Smith, a former circuit judge and councilman, says the proposal would disrupt the separation of powers in the county and fears that it would be harder for an executive to recruit the best people if they would be subject to confirmation hearings.

"It seems things have worked very well in Baltimore County," Smith said. "If it ain't broke, why look to change it?"

Douglas B. Riley, the Republican candidate for county executive and former councilman from Towson, said he favors the amendment.

"There is a tendency for the council to be relegated to doing constituent service and not to really be involved in the setting of policy, and to have the council actually involved in picking the people who will run the government on a day-to-day basis is, I think, a good and a very healthy thing," he said.

Joseph P. Walters Jr., the other Democrat running for executive, said he is neutral about the idea. He would like to work with the council to address its concerns some other way, but if that cannot be done, he would support the amendment.

The council confirms a handful of officials, including the county attorney and the police and fire chiefs. The amendment, which is expected to be discussed at a work session tomorrow, would broaden its authority to include the heads of all departments established by county charter.

`Soft lobbying'

Smith said he is engaged in a "soft lobbying" effort to persuade councilmen to vote against the resolution.

"No one has really tried to twist my arm or anything," said Councilman Wayne M. Skinner, a Towson Republican who said he has been contacted by two people who said they were calling on Smith's behalf. "It's what I would consider a soft sell - no hard push.

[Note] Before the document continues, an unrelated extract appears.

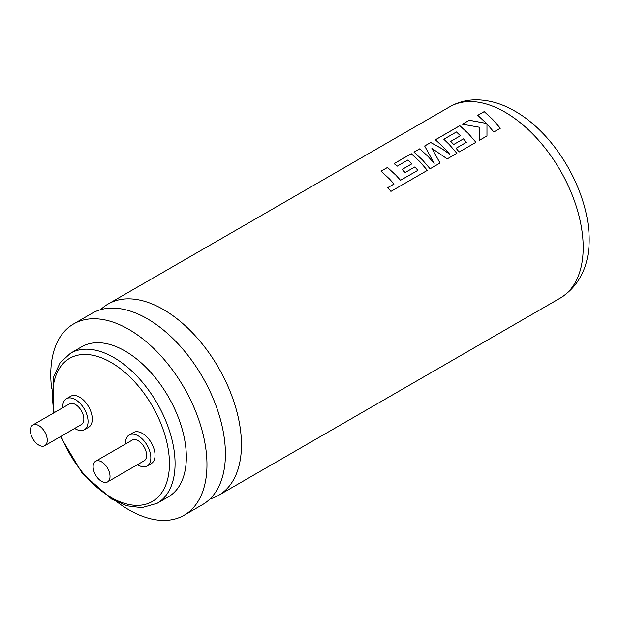 <?xml version="1.0" encoding="UTF-8"?>
<svg xmlns="http://www.w3.org/2000/svg" width="620" height="620" viewBox="0 0 620 620"><rect width="100%" height="100%" fill="white"/><g stroke="black" fill="none" stroke-linecap="round" stroke-linejoin="round"><path stroke-width="0.93" d="M209.978 498.968A110.468 63.775 -120 0 0 218.581 495.349A110.468 63.775 -120 0 0 241.459 444.78A110.468 63.775 -120 0 0 163.347 309.488A110.468 63.775 -120 0 0 108.112 304.017A110.468 63.775 -120 0 0 100.68 309.659M117.195 502.045A110.468 63.775 -120 0 0 128.859 509.787A110.468 63.775 -120 0 0 184.094 515.259L202.538 504.61A110.468 63.775 -120 0 0 225.417 454.042A110.468 63.775 -120 0 0 147.312 318.75A110.468 63.775 -120 0 0 92.078 313.278L73.625 323.927A110.468 63.775 -120 0 0 51.623 388.469M417.864 170.361L400.505 180.273L395.94 175.204L387.5 167.431L381.037 171.167L389.469 178.94L394.033 184.008L387.818 187.597L390.918 191.394L427.358 170.353L419.701 161.487L411.269 153.714L394.119 163.61L397.18 166.175L407.859 160.007L411.882 163.82L402.163 169.43L405.139 172.538L414.881 166.912L417.864 170.329L400.497 180.304L395.94 175.235L387.508 167.462L381.067 171.182M427.35 170.384L419.701 161.518L411.269 153.744L394.142 163.633M434.178 163.331L428.203 156.573L419.771 148.8L413.997 152.133L422.429 159.906L430.094 168.78L440.053 163.029L431.915 148.397L447.221 158.891L456.886 153.31L449.229 144.437L443.835 139.237L456.421 131.967L460.443 135.749L450.701 141.375L453.7 144.499L463.442 138.872L466.426 142.29L456.088 148.265L459.149 152.001L475.92 142.321L468.263 133.447L459.831 125.674L435.38 139.787L443.811 147.56L449.725 154.241L441.897 148.668L430.706 142.484L424.654 145.979L434.178 163.362L428.203 156.604L419.771 148.839L414.028 152.156M440.045 163.06L431.915 148.397M449.725 154.241L441.897 148.707L430.714 142.523L424.677 146.01M456.886 153.334L449.229 144.468L443.835 139.237M460.443 135.749L450.717 141.399M475.92 142.344L468.263 133.478L459.839 125.705L435.403 139.81M486.499 123.411L469.27 120.218L462.365 124.209L479.756 127.309L479.5 140.252L486.971 135.943L486.971 123.946L493.838 131.975L500.301 128.239L492.644 119.373L484.204 111.6L477.757 115.328L486.499 123.442L469.278 120.257L462.419 124.217M500.301 128.27L492.644 119.404L484.212 111.631L477.78 115.343M157.131 503.308L168.392 496.814A86.637 50.019 -120 0 0 181.675 427.389A86.637 50.019 -120 0 0 125.077 351.036A86.637 50.019 -120 0 0 81.755 346.751L70.494 353.253A86.637 50.019 60 0 1 113.817 357.538A86.637 50.019 60 0 1 170.415 433.884A86.637 50.019 60 0 1 157.131 503.308L141.771 507.671L127.092 505.819L111.825 499.216L82.344 473.401L60.442 436.643M137.462 464.659A17.91 10.338 -120 0 0 138.167 465.085A17.91 10.338 -120 0 0 147.118 465.976A17.91 10.338 -120 0 0 149.869 451.624A17.91 10.338 -120 0 0 138.167 435.837A17.91 10.338 -120 0 0 129.208 434.953A17.91 10.338 -120 0 0 125.519 443.974M147.118 465.976L151.342 463.535A17.91 10.338 -120 0 0 154.085 449.182A17.91 10.338 -120 0 0 142.383 433.396A17.91 10.338 -120 0 0 133.432 432.512L129.208 434.953M74.687 428.42A17.91 10.338 -120 0 0 75.392 428.846A17.91 10.338 -120 0 0 84.351 429.738A17.91 10.338 -120 0 0 87.094 415.385A17.91 10.338 -120 0 0 75.392 399.598A17.91 10.338 -120 0 0 66.441 398.707A17.91 10.338 -120 0 0 62.744 407.735M84.351 429.738L88.575 427.296A17.91 10.338 -120 0 0 91.318 412.943A17.91 10.338 -120 0 0 79.616 397.157A17.91 10.338 -120 0 0 70.657 396.273L66.441 398.707M101.572 481.337A11.943 6.898 -120 0 0 107.539 481.934A11.943 6.898 -120 0 0 109.376 472.363A11.943 6.898 -120 0 0 101.572 461.838A11.943 6.898 -120 0 0 95.604 461.249A11.943 6.898 -120 0 0 93.767 470.82A11.943 6.898 -120 0 0 101.572 481.337M107.539 481.934L144.135 460.807A11.943 6.898 -120 0 0 145.964 451.236A11.943 6.898 -120 0 0 138.167 440.712A11.943 6.898 -120 0 0 132.192 440.123L95.604 461.249M38.804 445.098A11.943 6.898 -120 0 0 44.772 445.695A11.943 6.898 -120 0 0 46.601 436.124A11.943 6.898 -120 0 0 38.804 425.599A11.943 6.898 -120 0 0 32.829 425.01A11.943 6.898 -120 0 0 31 434.574A11.943 6.898 -120 0 0 38.804 445.098M44.772 445.695L81.367 424.568A11.943 6.898 -120 0 0 83.196 414.997A11.943 6.898 -120 0 0 75.392 404.472A11.943 6.898 -120 0 0 69.424 403.884L32.829 425.01M184.094 515.259A110.468 63.775 -120 0 0 201.019 426.746A110.468 63.775 -120 0 0 128.859 329.398A110.468 63.775 -120 0 0 73.625 323.927M411.882 163.788L402.14 169.407M479.725 128.751L479.756 127.309M486.964 135.966L486.971 123.946M456.103 148.281L466.426 142.29M394.033 184.039L387.818 187.627M449.849 106.718C458.234 101.975 467.341 99.673 477.168 99.82C490.002 100.153 502.618 103.951 515.026 111.205C577.398 146.661 620.481 260.144 560.31 298.05A110.468 63.775 -120 0 0 577.243 209.537A110.468 63.775 -120 0 0 505.075 112.189A110.468 63.775 -120 0 0 449.849 106.718L108.112 304.017M61.109 436.255A82.654 47.724 -120 0 0 111.003 497.395A82.654 47.724 -120 0 0 169.446 463.651A82.654 47.724 -120 0 0 111.003 362.413A82.654 47.724 -120 0 0 54.142 412.703M218.581 495.349L560.31 298.05M70.494 353.253L60.101 362.801L53.653 376.689L53.305 413.183"/></g></svg>

That may come."

Smith called a few former government officials to get their opinions and some have joined the lobbying effort. They include former County Executive Donald P. Hutchinson, who sent councilmen letters opposing the change, and John A. Donaho, who helped draft the charter in the mid-1950s. Donaho has made telephone calls urging council members to vote against the measure.

Many opponents

Elise Armacost, Ruppersberger's spokeswoman, said the amendment muddies the appointment process and dilutes accountability.

"If the county executive appointed a loser, everybody knows who appointed the loser," Armacost said. "When you have eight people involved as opposed to one, it becomes more muddled as to who is responsible."

Proponents of the amendment note that the council approves some appointments, including the police and fire chiefs, possibly the most important of the department heads, and that has not been a problem.

"And if it hasn't worked," said Councilman Joseph Bartenfelder, a Fullerton Democrat, "is what they're saying that what they should do is take away the council's power in those appointments?"

Donaho said that those appointment powers were not originally part of the charter and that he opposed amendments creating those powers.

Only a question

Councilman Kevin Kamenetz, a Pikesville Democrat, said he can see both arguments but noted that the council is only considering whether it should be on the ballot.

"I'm certainly willing to entertain the discussion for the purposes of this bill," he said. "I was only asked whether I agree that it should go before the voters, and I don't have any objection to that."